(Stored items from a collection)
>>>>>
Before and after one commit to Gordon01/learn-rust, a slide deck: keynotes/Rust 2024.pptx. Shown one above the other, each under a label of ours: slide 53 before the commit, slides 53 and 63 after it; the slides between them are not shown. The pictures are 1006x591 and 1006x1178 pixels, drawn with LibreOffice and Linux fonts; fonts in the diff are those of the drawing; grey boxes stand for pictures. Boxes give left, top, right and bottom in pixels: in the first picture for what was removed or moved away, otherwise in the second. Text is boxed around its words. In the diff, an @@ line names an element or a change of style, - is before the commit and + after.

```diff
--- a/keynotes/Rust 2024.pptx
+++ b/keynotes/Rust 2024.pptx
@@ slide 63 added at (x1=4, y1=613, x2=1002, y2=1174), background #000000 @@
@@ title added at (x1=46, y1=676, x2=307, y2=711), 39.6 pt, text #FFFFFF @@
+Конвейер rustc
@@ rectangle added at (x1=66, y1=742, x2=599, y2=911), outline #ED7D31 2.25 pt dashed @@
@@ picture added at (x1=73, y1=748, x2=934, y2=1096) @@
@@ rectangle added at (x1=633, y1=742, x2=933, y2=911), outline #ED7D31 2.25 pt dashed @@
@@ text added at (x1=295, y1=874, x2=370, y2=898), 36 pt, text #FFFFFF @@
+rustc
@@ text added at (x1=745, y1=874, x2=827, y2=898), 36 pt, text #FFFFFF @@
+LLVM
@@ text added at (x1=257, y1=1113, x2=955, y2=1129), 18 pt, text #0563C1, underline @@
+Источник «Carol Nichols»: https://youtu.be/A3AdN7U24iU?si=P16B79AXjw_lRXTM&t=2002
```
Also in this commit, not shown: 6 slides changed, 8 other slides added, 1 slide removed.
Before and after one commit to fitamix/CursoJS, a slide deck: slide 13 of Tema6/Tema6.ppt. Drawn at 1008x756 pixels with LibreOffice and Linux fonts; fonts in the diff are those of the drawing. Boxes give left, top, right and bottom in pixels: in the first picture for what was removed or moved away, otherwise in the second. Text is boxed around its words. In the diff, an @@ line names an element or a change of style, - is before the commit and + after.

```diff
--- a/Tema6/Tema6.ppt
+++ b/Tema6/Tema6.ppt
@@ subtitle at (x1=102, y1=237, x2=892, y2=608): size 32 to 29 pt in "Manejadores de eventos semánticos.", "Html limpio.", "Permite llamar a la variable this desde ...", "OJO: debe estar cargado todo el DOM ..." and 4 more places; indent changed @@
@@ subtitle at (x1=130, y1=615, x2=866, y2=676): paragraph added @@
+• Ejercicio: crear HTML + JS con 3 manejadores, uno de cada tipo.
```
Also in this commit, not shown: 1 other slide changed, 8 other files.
<<<<<
> [Assignment]:
What you return should match every line above exactly.

> [Result of the task]:
Before and after one commit to Gordon01/learn-rust, a slide deck: keynotes/Rust 2024.pptx. Shown one above the other, each under a label of ours: slide 53 before the commit, slides 53 and 63 after it; the slides between them are not shown. The pictures are 1006x591 and 1006x1178 pixels, drawn with LibreOffice and Linux fonts; fonts in the diff are those of the drawing; grey boxes stand for pictures. Boxes give left, top, right and bottom in pixels: in the first picture for what was removed or moved away, otherwise in the second. Text is boxed around its words. In the diff, an @@ line names an element or a change of style, - is before the commit and + after.

```diff
--- a/keynotes/Rust 2024.pptx
+++ b/keynotes/Rust 2024.pptx
@@ slide 63 added at (x1=4, y1=613, x2=1002, y2=1174), background #000000 @@
@@ title added at (x1=46, y1=676, x2=307, y2=711), 39.6 pt, text #FFFFFF @@
+Конвейер rustc
@@ rectangle added at (x1=66, y1=742, x2=599, y2=911), outline #ED7D31 2.25 pt dashed @@
@@ picture added at (x1=73, y1=748, x2=934, y2=1096) @@
@@ rectangle added at (x1=633, y1=742, x2=933, y2=911), outline #ED7D31 2.25 pt dashed @@
@@ text added at (x1=295, y1=874, x2=370, y2=898), 36 pt, text #FFFFFF @@
+rustc
@@ text added at (x1=745, y1=874, x2=827, y2=898), 36 pt, text #FFFFFF @@
+LLVM
@@ text added at (x1=257, y1=1113, x2=955, y2=1129), 18 pt, text #0563C1, underline @@
+Источник «Carol Nichols»: https://youtu.be/A3AdN7U24iU?si=P16B79AXjw_lRXTM&t=2002
```
Also in this commit, not shown: 6 slides changed, 8 other slides added, 1 slide removed.
Before and after one commit to fitamix/CursoJS, a slide deck: slide 13 of Tema6/Tema6.ppt. Drawn at 1008x756 pixels with LibreOffice and Linux fonts; fonts in the diff are those of the drawing. Boxes give left, top, right and bottom in pixels: in the first picture for what was removed or moved away, otherwise in the second. Text is boxed around its words. In the diff, an @@ line names an element or a change of style, - is before the commit and + after.

```diff
--- a/Tema6/Tema6.ppt
+++ b/Tema6/Tema6.ppt
@@ subtitle at (x1=102, y1=237, x2=892, y2=608): size 32 to 29 pt in "Manejadores de eventos semánticos.", "Html limpio.", "Permite llamar a la variable this desde ...", "OJO: debe estar cargado todo el DOM ..." and 4 more places; indent changed @@
@@ subtitle at (x1=130, y1=615, x2=866, y2=676): paragraph added @@
+• Ejercicio: crear HTML + JS con 3 manejadores, uno de cada tipo.
```
Also in this commit, not shown: 1 other slide changed, 8 other files.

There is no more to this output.